What's there to love about this violent bully? My husband has ASD as do my two sons. They don't do this sort of stuff. My husband brings me coffee in bed every morning. ASD is no excuse for what your partner is doing. You've done your children a grave disservice by giving them this pathetic man as a father. Do the right thing now for your children by getting this man out of your life. You have choices and your children don't. They must be terrified for themselves and for you. Imagine your children left motherless with their dad in prison.

Tulpenkavalier · 29/07/2023 02:13

Your children must be absolutely terrified, @Feelingvulnerable1992

Please remove them and yourself from this abusive environment.

He will NEVER change. It is not safe for you to stay.

Please report yesterday's and previous assaults to the police.

Talk to Women's Aid and do the Freedom Programme.

Read Why Does He Do That by Lundy Bancroft. It's available as a free pdf online.

But first and foremost, stay with your mum. Don't go back. Protect yourself and your children.

Happyhappyday · 29/07/2023 02:41

He grabbed at your throat? The fuckers who choke you are the ones most at risk of killing you. It’s a HUGE risk factor. Read No Visible Bruises and don’t go back.

Cranberriesandtea · 29/07/2023 02:50

"If you disrespect my mum again it's over"

Wtf?? He smashed a cup, damaged property and terrified your kids, potentially seriously traumatising them, and it's the disrespect towards your mum that has you the most upset, but not leaving. Just one more time and you'll DEFINITELY leave.

PostOpOp · 29/07/2023 03:12

I'm glad you're at your mum's OP. Good that you have gotten out of there.

You need to report this to the police. I know you're afraid of his mother playing the system. You need this incident officially recorded. And hopefully he'll be charged. You do not want your children to be spending time alone with him in the future, so if there's any way you can prevent that you need to take it. And what he's done is assault. It's dangerous physically and psychologically to the children.

On another note, and I mean this kindly, your love isn't enough. We're sold an idea that love conquers all, but it's nonsense when dealing with an abusive person. Your love for him is very real, but its not humanly possible to love an abusive person enough to make them change. The more we love them the more they read it as either a weakness and/or a point they can use to manipulate us. I'd also question how it's possible to really love someone you're afraid of - is that love?

Whether he's got any condition that can be psychiatrically diagnosed or not is, I'm afraid, irrelevant. If he's diagnosed with anything it doesn't make his past behaviour ok, nor does it make him safe to be around.
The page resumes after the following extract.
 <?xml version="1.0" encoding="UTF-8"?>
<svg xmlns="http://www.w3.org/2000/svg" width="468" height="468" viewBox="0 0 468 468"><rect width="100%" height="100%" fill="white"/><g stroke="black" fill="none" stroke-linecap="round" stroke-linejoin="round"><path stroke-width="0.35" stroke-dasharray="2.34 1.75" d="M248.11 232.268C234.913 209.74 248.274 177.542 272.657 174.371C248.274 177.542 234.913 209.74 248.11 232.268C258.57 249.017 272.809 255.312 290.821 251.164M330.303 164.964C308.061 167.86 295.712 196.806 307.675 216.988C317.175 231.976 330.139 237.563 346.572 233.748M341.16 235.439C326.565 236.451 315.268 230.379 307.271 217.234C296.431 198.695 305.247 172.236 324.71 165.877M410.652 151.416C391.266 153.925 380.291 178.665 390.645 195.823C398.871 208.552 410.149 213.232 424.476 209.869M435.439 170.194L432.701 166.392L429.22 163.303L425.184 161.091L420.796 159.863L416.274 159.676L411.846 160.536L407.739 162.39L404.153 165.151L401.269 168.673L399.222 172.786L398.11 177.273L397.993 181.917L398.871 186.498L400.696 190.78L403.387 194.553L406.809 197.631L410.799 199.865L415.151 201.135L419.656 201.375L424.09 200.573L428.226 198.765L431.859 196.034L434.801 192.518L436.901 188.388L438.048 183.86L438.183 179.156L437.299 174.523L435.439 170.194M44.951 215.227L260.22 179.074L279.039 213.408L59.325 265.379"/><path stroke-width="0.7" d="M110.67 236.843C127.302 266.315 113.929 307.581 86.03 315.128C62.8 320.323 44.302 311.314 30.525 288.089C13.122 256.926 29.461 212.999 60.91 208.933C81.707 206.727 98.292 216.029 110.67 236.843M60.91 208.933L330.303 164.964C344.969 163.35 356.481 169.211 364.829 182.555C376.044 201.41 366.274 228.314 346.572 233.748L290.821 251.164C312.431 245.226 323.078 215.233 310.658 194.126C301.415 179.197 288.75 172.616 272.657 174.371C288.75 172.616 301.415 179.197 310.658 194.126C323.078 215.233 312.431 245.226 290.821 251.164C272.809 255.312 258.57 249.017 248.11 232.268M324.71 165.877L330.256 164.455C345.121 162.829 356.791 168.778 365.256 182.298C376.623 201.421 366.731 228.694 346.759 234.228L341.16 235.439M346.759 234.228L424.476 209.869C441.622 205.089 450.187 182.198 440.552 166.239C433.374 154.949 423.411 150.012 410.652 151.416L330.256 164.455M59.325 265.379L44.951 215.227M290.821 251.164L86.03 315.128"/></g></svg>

And if there's someone out there who can help with his violent outbursts, then it won't happen overnight. His behaviour isn't something that can be switched off. He can't have a few therapy sessions, or medication and change. Also, he only way to test if he's changed is for you to use yourself and your children as guinea pigs.

Please go to the police about this asap. It is definitely abuse.

Thelonelygiraffe · 29/07/2023 09:05

Of course it's abusive.

He's beyond help - and it's not your job to fix him.

Call the police and report his behaviour. Ask their advice. Call Women's Aid.

Your kids deserve to grow up in an environment that's free of abuse. And only you can make that choice for them.

Calvinlookingforhobbes · 29/07/2023 09:26

OP, read this over and imagine it was your daughter writing it. What advice would you give?
You can’t will someone in to bring remorseful and the longer you stay the more normalised this becomes for your children. They will either turn out like him, or put up with someone like him. You know what you need to do.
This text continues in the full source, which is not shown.